Using the records below, quote only the span that opens with the line containing "width = 33.0" and closes with the line containing "seat_end_margin = 25.0", exactly and inclusively.

-- DATA FOR PROCESSING follows --

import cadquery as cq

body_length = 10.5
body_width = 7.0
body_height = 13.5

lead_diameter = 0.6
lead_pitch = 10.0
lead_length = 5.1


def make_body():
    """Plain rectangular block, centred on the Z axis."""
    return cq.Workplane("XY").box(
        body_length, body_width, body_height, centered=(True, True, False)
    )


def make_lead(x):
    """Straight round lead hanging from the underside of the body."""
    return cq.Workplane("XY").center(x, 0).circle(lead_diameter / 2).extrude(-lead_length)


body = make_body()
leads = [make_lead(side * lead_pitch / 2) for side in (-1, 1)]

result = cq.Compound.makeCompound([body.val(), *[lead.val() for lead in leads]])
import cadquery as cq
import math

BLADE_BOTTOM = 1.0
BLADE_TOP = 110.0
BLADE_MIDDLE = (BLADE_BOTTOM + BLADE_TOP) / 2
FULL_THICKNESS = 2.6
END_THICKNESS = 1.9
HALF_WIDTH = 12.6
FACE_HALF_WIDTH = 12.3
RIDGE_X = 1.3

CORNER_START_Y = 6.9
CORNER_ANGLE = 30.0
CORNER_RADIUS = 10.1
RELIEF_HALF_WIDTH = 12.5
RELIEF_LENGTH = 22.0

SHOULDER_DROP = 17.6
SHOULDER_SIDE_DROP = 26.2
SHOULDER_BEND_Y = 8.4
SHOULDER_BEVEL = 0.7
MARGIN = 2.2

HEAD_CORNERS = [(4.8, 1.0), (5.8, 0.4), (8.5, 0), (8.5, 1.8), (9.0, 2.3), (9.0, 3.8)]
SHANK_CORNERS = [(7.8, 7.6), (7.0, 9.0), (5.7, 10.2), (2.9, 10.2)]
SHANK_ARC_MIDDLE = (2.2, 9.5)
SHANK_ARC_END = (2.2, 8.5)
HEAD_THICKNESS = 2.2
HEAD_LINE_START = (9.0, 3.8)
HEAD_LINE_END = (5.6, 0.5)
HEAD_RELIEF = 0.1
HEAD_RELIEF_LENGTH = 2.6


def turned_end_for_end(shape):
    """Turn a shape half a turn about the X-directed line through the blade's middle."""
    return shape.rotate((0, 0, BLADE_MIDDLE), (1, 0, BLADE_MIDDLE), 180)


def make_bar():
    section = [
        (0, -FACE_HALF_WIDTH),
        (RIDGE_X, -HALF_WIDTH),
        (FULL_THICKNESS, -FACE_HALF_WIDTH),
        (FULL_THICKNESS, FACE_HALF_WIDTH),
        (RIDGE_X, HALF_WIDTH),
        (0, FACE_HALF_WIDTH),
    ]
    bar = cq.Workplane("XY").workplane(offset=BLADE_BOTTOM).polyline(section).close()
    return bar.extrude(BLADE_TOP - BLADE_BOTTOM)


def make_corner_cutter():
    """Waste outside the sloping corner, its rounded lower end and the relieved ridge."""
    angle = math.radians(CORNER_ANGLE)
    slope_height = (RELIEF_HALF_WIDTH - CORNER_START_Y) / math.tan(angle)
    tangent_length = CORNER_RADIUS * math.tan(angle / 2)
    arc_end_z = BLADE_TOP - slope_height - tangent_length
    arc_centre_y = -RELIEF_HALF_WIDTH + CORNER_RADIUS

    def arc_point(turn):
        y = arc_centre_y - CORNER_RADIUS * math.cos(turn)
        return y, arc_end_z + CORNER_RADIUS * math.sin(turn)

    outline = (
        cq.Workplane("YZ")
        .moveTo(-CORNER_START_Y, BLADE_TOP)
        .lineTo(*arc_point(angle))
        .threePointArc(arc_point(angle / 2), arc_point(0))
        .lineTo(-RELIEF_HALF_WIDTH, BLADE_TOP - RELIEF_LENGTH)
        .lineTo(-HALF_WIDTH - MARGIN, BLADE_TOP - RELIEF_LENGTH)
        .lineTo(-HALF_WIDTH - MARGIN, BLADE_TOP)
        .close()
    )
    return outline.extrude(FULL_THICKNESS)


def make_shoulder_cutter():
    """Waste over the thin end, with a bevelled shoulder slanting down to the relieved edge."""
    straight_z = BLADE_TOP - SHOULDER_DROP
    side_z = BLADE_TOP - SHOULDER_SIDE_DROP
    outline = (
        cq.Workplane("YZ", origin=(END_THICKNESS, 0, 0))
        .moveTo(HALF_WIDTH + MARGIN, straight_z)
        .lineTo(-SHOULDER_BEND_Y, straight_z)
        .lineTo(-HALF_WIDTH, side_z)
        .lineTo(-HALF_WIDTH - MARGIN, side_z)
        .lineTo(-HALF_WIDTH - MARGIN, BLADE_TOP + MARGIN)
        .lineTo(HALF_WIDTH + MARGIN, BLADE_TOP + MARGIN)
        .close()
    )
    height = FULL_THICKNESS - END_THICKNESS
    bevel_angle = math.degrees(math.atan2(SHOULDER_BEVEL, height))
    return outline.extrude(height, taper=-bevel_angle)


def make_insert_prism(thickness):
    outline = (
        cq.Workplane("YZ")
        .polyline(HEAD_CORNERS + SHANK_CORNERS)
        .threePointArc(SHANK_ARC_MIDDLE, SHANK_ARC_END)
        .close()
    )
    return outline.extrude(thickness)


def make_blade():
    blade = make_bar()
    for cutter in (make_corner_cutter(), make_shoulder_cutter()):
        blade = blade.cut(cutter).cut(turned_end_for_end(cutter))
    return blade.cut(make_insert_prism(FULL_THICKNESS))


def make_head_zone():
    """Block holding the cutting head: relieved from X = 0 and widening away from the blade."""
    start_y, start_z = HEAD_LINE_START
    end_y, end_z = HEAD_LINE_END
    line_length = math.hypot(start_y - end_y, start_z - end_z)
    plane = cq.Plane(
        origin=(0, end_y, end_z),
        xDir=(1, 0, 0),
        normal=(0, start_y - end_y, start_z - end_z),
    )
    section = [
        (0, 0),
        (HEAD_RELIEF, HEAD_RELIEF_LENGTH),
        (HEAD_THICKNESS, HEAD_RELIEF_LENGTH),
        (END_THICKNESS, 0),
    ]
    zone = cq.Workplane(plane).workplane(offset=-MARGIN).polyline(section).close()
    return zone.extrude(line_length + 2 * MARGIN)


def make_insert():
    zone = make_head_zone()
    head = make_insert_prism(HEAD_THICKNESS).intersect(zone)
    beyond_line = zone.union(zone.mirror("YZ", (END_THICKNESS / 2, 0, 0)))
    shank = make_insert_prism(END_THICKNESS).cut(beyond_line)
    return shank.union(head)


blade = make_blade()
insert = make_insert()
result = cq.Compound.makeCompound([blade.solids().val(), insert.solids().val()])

-- DATA FOR PROCESSING concluded --
-- DATA FOR PROCESSING follows --

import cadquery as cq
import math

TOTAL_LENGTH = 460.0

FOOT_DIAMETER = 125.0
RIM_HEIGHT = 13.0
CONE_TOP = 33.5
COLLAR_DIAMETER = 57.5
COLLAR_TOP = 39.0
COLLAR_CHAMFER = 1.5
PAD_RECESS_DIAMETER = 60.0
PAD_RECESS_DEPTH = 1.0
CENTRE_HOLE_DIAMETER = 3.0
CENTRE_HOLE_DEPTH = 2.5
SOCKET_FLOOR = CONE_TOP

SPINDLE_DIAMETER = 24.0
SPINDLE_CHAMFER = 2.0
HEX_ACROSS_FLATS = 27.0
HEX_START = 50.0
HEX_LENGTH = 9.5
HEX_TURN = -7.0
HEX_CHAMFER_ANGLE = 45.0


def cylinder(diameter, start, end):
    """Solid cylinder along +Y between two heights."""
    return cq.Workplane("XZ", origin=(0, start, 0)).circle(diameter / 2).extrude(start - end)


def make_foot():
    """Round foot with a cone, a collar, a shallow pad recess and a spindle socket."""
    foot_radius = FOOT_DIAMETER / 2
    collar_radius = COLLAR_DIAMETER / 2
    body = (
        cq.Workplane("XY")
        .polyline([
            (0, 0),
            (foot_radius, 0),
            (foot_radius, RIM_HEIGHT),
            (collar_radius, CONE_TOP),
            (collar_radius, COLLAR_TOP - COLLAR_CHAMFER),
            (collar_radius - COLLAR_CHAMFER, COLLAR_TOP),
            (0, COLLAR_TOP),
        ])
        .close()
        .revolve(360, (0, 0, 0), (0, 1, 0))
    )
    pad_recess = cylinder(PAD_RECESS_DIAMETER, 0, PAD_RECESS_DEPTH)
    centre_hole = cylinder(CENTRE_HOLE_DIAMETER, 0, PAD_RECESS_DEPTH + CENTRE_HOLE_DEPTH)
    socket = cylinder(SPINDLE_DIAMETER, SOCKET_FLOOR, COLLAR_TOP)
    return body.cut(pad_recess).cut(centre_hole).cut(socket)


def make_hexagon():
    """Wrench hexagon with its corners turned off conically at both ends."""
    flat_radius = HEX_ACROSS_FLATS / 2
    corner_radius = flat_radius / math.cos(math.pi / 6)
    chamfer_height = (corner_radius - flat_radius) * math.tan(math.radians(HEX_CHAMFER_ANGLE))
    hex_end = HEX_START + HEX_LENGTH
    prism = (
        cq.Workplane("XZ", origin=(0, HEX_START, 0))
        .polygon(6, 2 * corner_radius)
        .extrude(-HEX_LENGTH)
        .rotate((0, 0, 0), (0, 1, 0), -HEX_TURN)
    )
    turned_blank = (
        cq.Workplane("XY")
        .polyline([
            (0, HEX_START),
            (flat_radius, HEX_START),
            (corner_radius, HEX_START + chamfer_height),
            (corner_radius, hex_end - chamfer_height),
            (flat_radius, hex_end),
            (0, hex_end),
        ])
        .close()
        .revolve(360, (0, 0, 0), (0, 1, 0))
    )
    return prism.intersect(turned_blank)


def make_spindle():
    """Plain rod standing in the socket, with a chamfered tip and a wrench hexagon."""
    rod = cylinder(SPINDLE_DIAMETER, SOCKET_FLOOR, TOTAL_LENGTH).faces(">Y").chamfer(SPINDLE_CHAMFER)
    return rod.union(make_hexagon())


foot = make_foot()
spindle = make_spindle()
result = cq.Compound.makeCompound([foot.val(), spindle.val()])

-- DATA FOR PROCESSING concluded --
-- DATA FOR PROCESSING follows --

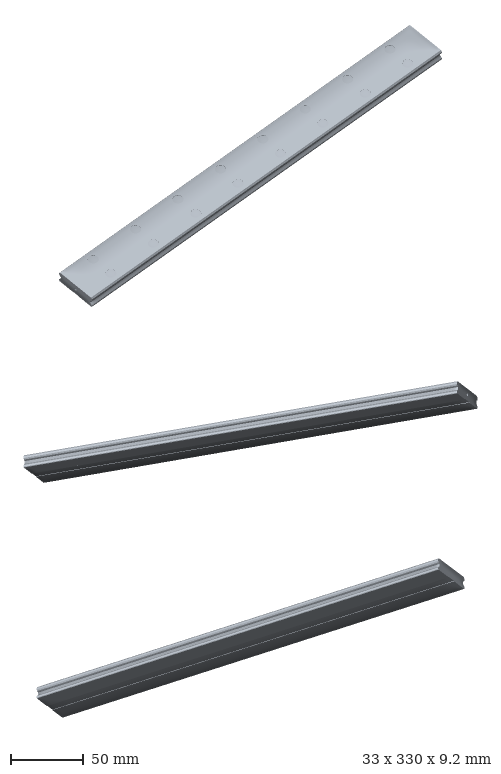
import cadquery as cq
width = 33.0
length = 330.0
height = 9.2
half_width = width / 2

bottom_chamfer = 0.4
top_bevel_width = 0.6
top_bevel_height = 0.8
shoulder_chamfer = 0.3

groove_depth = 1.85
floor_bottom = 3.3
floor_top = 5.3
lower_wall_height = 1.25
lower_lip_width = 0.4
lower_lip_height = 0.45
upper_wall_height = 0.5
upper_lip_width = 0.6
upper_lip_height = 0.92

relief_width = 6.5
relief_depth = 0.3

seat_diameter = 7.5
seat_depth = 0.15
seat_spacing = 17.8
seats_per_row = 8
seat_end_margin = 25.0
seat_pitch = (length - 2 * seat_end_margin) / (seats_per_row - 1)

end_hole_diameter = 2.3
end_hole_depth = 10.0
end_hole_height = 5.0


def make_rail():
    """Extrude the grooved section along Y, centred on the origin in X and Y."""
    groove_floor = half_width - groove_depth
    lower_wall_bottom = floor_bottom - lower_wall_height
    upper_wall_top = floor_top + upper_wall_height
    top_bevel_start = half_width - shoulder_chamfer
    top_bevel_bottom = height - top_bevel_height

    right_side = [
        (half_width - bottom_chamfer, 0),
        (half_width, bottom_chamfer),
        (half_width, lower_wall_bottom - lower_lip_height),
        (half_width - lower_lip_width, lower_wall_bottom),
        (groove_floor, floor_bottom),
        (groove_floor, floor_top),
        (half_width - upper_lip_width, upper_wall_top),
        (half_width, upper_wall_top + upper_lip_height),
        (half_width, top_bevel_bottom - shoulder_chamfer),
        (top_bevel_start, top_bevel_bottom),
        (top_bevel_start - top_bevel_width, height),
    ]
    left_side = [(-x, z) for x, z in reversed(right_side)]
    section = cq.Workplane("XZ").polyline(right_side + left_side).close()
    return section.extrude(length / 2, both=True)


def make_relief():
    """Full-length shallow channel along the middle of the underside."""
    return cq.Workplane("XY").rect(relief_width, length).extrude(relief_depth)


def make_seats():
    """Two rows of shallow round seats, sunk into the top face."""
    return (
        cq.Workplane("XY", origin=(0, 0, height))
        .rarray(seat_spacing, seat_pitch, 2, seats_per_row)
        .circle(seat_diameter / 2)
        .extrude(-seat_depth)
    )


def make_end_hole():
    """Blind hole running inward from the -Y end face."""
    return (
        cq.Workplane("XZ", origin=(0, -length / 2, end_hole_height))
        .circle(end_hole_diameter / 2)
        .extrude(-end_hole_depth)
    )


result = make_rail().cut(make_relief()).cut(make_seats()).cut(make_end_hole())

-- DATA FOR PROCESSING concluded --

(SOLUTION FOR THIS EXERCISE)
width = 33.0
length = 330.0
height = 9.2
half_width = width / 2

bottom_chamfer = 0.4
top_bevel_width = 0.6
top_bevel_height = 0.8
shoulder_chamfer = 0.3

groove_depth = 1.85
floor_bottom = 3.3
floor_top = 5.3
lower_wall_height = 1.25
lower_lip_width = 0.4
lower_lip_height = 0.45
upper_wall_height = 0.5
upper_lip_width = 0.6
upper_lip_height = 0.92

relief_width = 6.5
relief_depth = 0.3

seat_diameter = 7.5
seat_depth = 0.15
seat_spacing = 17.8
seats_per_row = 8
seat_end_margin = 25.0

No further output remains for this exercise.